Task prompt =
Among the entries below, extract exactly the lines that run from the one with "OPENING_HALF_WIDTH = FRONT_WIDTH / 2 - WALL" through the one with "plane facing the", both ends included.

Recorded data =
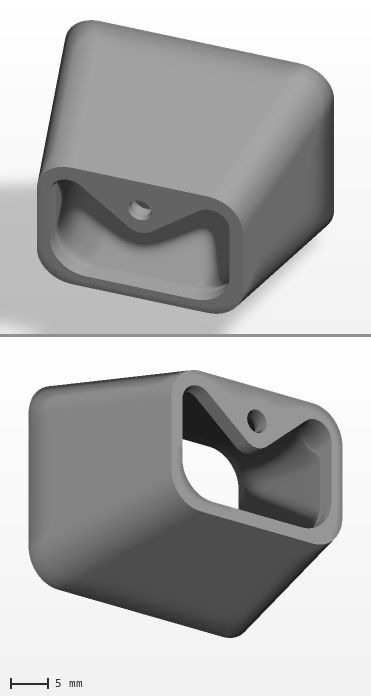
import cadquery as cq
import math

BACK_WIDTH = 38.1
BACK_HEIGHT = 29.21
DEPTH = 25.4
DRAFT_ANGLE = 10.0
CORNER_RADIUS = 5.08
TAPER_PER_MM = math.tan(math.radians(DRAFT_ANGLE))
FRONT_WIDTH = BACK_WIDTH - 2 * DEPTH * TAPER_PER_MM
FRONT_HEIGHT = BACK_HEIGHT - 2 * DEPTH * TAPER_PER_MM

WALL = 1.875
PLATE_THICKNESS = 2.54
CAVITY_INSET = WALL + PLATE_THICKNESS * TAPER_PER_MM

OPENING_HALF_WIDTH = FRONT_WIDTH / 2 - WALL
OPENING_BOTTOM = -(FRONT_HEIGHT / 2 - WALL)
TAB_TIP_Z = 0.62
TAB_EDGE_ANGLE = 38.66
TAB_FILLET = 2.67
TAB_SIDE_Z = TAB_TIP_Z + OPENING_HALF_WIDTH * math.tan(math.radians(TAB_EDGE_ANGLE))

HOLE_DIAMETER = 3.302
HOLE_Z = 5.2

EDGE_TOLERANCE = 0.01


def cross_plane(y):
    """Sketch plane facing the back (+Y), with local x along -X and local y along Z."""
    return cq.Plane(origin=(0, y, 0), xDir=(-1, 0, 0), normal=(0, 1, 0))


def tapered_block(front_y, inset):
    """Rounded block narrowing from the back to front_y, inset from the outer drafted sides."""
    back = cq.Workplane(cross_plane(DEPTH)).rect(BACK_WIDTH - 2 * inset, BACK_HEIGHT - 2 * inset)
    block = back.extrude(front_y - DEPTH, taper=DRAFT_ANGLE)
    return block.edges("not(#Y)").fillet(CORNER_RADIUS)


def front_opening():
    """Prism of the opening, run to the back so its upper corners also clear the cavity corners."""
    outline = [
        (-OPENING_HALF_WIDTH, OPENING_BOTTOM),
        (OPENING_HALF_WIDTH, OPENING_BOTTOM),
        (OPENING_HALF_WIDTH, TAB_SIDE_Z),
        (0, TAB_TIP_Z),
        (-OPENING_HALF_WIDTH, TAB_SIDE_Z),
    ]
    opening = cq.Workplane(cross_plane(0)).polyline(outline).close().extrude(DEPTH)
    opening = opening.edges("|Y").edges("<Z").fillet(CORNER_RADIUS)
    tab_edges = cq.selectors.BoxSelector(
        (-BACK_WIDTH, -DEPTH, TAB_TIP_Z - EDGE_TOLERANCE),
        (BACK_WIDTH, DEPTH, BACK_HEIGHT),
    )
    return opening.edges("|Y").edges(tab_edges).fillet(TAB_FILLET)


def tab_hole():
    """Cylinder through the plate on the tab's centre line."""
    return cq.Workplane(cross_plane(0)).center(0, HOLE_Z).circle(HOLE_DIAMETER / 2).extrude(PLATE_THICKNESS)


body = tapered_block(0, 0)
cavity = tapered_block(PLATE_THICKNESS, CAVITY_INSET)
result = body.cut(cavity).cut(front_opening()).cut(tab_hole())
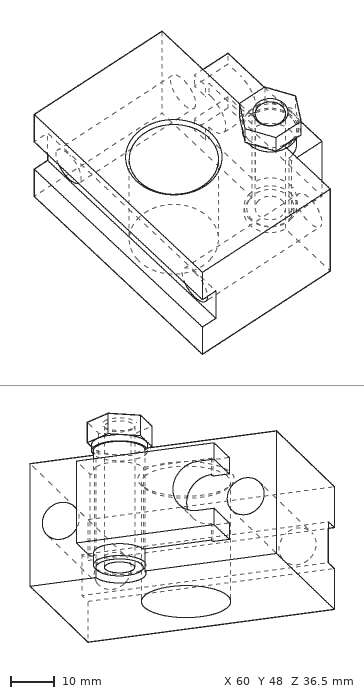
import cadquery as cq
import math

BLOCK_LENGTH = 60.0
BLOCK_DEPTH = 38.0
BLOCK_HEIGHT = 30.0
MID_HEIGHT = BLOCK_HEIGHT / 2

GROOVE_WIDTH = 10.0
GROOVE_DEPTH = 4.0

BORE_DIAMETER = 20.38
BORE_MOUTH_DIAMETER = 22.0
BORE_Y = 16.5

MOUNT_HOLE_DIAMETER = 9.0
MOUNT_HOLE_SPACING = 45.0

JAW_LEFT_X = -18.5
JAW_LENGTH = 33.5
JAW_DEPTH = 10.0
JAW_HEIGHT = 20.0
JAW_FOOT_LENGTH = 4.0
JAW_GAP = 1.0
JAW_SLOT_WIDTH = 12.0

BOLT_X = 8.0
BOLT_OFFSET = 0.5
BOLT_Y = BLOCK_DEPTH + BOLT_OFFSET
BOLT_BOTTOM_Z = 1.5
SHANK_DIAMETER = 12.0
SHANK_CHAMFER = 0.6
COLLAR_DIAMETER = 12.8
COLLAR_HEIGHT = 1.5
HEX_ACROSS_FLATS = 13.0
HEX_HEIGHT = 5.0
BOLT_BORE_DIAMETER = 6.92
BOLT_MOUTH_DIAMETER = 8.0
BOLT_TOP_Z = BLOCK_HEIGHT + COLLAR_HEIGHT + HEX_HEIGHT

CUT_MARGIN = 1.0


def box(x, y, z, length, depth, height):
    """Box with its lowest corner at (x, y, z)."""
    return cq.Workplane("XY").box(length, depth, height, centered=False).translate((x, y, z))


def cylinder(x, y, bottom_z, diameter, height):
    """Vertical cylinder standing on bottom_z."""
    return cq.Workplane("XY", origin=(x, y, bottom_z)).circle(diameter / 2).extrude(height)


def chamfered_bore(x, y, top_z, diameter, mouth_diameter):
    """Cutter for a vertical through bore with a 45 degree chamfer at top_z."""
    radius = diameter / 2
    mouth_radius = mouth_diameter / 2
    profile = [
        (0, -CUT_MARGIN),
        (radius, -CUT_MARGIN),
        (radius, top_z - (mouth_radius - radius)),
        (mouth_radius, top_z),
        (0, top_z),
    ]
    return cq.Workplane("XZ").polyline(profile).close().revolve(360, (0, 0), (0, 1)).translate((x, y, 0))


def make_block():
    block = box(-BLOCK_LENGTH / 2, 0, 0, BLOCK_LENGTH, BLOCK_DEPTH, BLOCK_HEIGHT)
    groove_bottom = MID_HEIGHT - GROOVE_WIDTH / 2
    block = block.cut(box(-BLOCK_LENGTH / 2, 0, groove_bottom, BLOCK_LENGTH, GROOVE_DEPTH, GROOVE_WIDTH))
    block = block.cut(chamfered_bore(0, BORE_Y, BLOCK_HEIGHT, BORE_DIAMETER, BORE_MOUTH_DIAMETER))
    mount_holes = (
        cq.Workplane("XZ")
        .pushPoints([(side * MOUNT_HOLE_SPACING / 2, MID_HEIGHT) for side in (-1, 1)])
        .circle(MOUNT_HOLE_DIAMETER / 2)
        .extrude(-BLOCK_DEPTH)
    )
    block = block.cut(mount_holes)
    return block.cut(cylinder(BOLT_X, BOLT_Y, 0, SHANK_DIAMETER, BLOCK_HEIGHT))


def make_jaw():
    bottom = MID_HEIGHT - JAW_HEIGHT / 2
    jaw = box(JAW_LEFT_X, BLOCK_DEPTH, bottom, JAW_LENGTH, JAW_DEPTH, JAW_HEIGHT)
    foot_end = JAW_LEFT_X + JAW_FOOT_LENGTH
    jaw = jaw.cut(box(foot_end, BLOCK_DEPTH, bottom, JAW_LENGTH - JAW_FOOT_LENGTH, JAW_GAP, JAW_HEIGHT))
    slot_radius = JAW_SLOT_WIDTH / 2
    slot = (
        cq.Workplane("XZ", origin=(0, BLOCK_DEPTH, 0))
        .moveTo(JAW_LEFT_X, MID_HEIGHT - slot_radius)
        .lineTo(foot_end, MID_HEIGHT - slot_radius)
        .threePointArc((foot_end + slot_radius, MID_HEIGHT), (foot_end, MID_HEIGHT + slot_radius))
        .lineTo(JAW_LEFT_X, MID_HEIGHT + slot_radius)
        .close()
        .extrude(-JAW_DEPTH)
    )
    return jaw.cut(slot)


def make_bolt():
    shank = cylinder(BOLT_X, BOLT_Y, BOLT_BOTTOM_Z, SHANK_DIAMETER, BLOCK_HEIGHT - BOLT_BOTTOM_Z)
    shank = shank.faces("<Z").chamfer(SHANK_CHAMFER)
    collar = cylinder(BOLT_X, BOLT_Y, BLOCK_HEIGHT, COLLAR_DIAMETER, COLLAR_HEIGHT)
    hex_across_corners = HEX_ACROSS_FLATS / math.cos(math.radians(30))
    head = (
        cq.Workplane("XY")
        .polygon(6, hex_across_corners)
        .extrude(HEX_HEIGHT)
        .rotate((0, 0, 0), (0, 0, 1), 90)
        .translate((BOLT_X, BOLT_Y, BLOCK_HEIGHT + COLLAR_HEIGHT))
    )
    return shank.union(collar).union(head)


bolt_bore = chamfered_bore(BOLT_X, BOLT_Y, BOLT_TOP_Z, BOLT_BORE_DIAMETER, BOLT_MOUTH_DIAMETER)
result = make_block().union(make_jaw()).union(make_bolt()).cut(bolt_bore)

Reply =
OPENING_HALF_WIDTH = FRONT_WIDTH / 2 - WALL
OPENING_BOTTOM = -(FRONT_HEIGHT / 2 - WALL)
TAB_TIP_Z = 0.62
TAB_EDGE_ANGLE = 38.66
TAB_FILLET = 2.67
TAB_SIDE_Z = TAB_TIP_Z + OPENING_HALF_WIDTH * math.tan(math.radians(TAB_EDGE_ANGLE))

HOLE_DIAMETER = 3.302
HOLE_Z = 5.2

EDGE_TOLERANCE = 0.01


def cross_plane(y):
    """Sketch plane facing the back (+Y), with local x along -X and local y along Z."""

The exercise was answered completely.